About this exercise ▸
Could you reproduce all the entries under this sentence exactly, leaving the images aside?
■ ■ ■ ■ ■
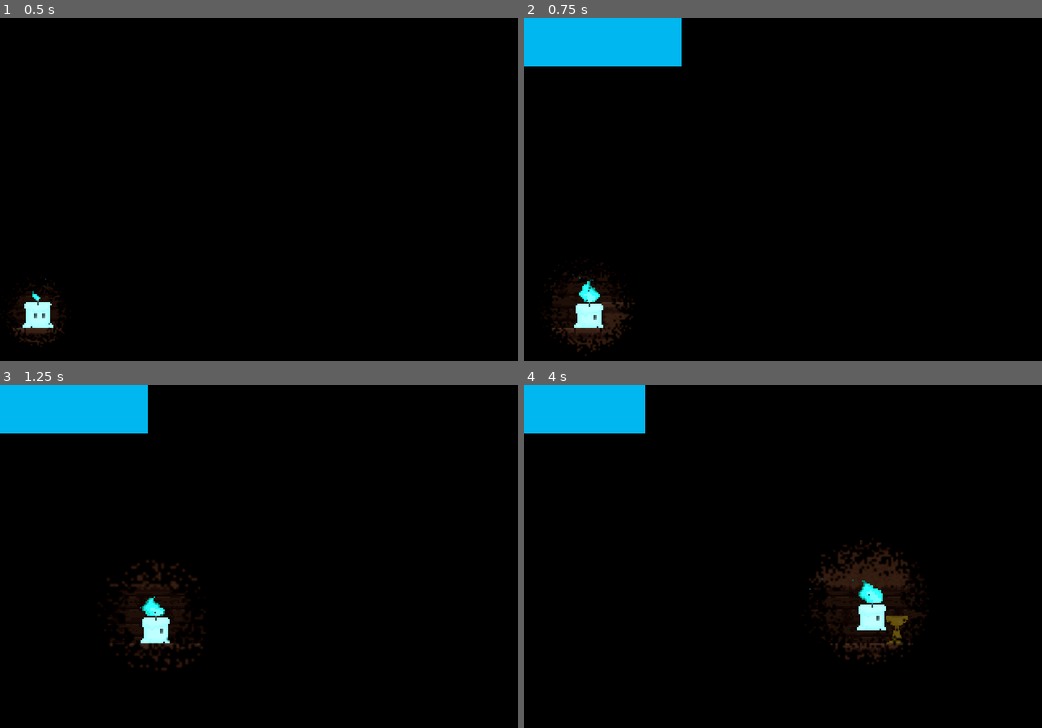
Above: before the commit, frames 1-4 (two rows, left to right).
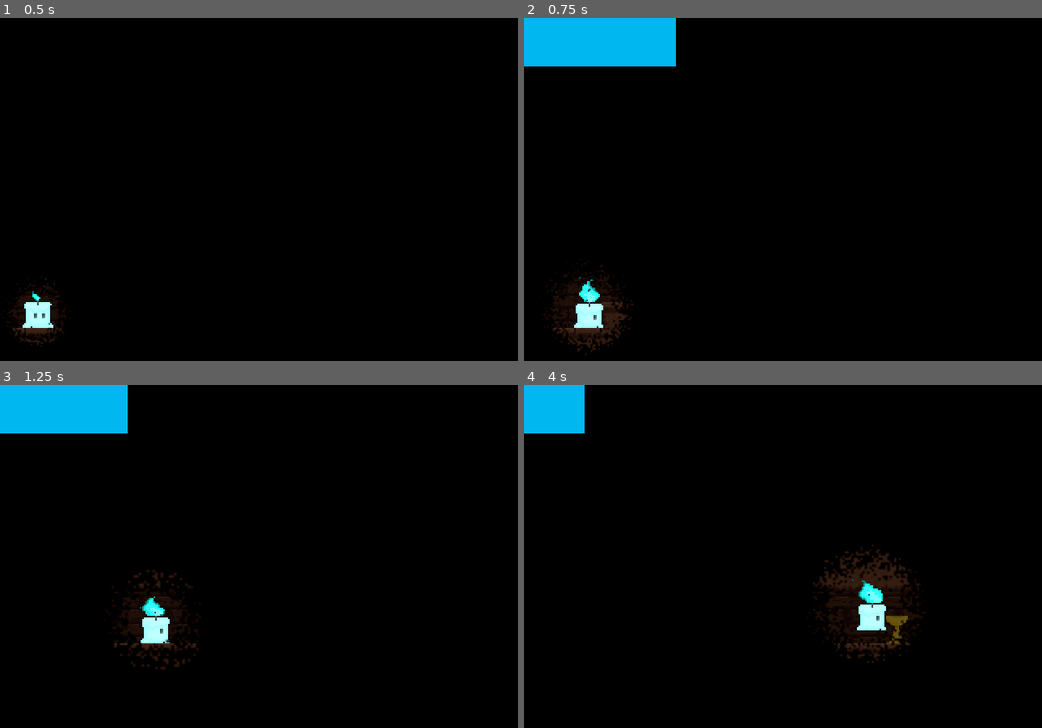
Above: after the commit, the same moments.

Repository: UlricBon/Unseen-Forces
Game: Godot game, scene res://Scene/level1.tscn
Same seed, same stepped clock (60 frames per second), same inputs: the game is played once before the commit and once after it. This scene is started directly instead of the project's main scene.
Inputs:
- Up to frame 1 (0.5 s): no input
- Up to frame 2 (0.75 s): hold D (Right) from 0.53 s (still down); hold Space (Interact) from 0.53 s (still down)
- Up to frame 3 (1.25 s): keep holding D (Right); keep holding Space (Interact); tap W (Jump) at 0.77 s
- Up to frame 4 (4 s): release Space (Interact) at 1.28 s; tap Space (Interact) at 1.35, 2.85 s; tap W (Jump) at 1.52, 3.02, 3.77 s; release D (Right) at 2.03 s; hold A (Left) 2.03-2.78 s; hold Space (Interact) 2.03-2.78 s; hold D (Right) from 2.78 s (still down); hold Space (Interact) from 3.53 s (still down)

Frame 1 is identical in both runs. In frame 2, 0.3% of the frame differs, in the area x 3-31%, y 0-95%; in frame 3, 1.1%; in frame 4, 2.5%, in the area x 11-79%, y 0-82%.

Commit message:
migeul push ko?

Diff:
--- a/Scene/level1.tscn
+++ b/Scene/level1.tscn
@@ -1545,8 +1545,8 @@
 visible = false
 offset_right = 40.0
 offset_bottom = 40.0
-max_value = 500.0
-value = 500.0
+max_value = 200.0
+value = 200.0
 texture_progress = ExtResource("13_dntf3")
 metadata/_edit_use_anchors_ = true
 
--- a/Scripts/player.gd
+++ b/Scripts/player.gd
@@ -59,8 +59,8 @@
 
 	if lightBool:
 		lightBool = true
-		light.light_scale *= 1.015
-		light.offset.y *= 1.0175
+		light.light_scale *= 1.0125
+		light.offset.y *= 1.024
 		if is_on_floor():
 			if direction == 0:
 				animated_sprite_2d.play("Lit Up Idle")
■ ■ ■ ■ ■
Exercise output ▸
Above: before the commit, frames 1-4 (two rows, left to right).
Above: after the commit, the same moments.

Repository: UlricBon/Unseen-Forces
Game: Godot game, scene res://Scene/level1.tscn
Same seed, same stepped clock (60 frames per second), same inputs: the game is played once before the commit and once after it. This scene is started directly instead of the project's main scene.
Inputs:
- Up to frame 1 (0.5 s): no input
- Up to frame 2 (0.75 s): hold D (Right) from 0.53 s (still down); hold Space (Interact) from 0.53 s (still down)
- Up to frame 3 (1.25 s): keep holding D (Right); keep holding Space (Interact); tap W (Jump) at 0.77 s
- Up to frame 4 (4 s): release Space (Interact) at 1.28 s; tap Space (Interact) at 1.35, 2.85 s; tap W (Jump) at 1.52, 3.02, 3.77 s; release D (Right) at 2.03 s; hold A (Left) 2.03-2.78 s; hold Space (Interact) 2.03-2.78 s; hold D (Right) from 2.78 s (still down); hold Space (Interact) from 3.53 s (still down)

Frame 1 is identical in both runs. In frame 2, 0.3% of the frame differs, in the area x 3-31%, y 0-95%; in frame 3, 1.1%; in frame 4, 2.5%, in the area x 11-79%, y 0-82%.

Commit message:
migeul push ko?

Diff:
--- a/Scene/level1.tscn
+++ b/Scene/level1.tscn
@@ -1545,8 +1545,8 @@
 visible = false
 offset_right = 40.0
 offset_bottom = 40.0
-max_value = 500.0
-value = 500.0
+max_value = 200.0
+value = 200.0
 texture_progress = ExtResource("13_dntf3")
 metadata/_edit_use_anchors_ = true
 
--- a/Scripts/player.gd
+++ b/Scripts/player.gd
@@ -59,8 +59,8 @@
 
 	if lightBool:
 		lightBool = true
-		light.light_scale *= 1.015
-		light.offset.y *= 1.0175
+		light.light_scale *= 1.0125
+		light.offset.y *= 1.024
 		if is_on_floor():
 			if direction == 0:
 				animated_sprite_2d.play("Lit Up Idle")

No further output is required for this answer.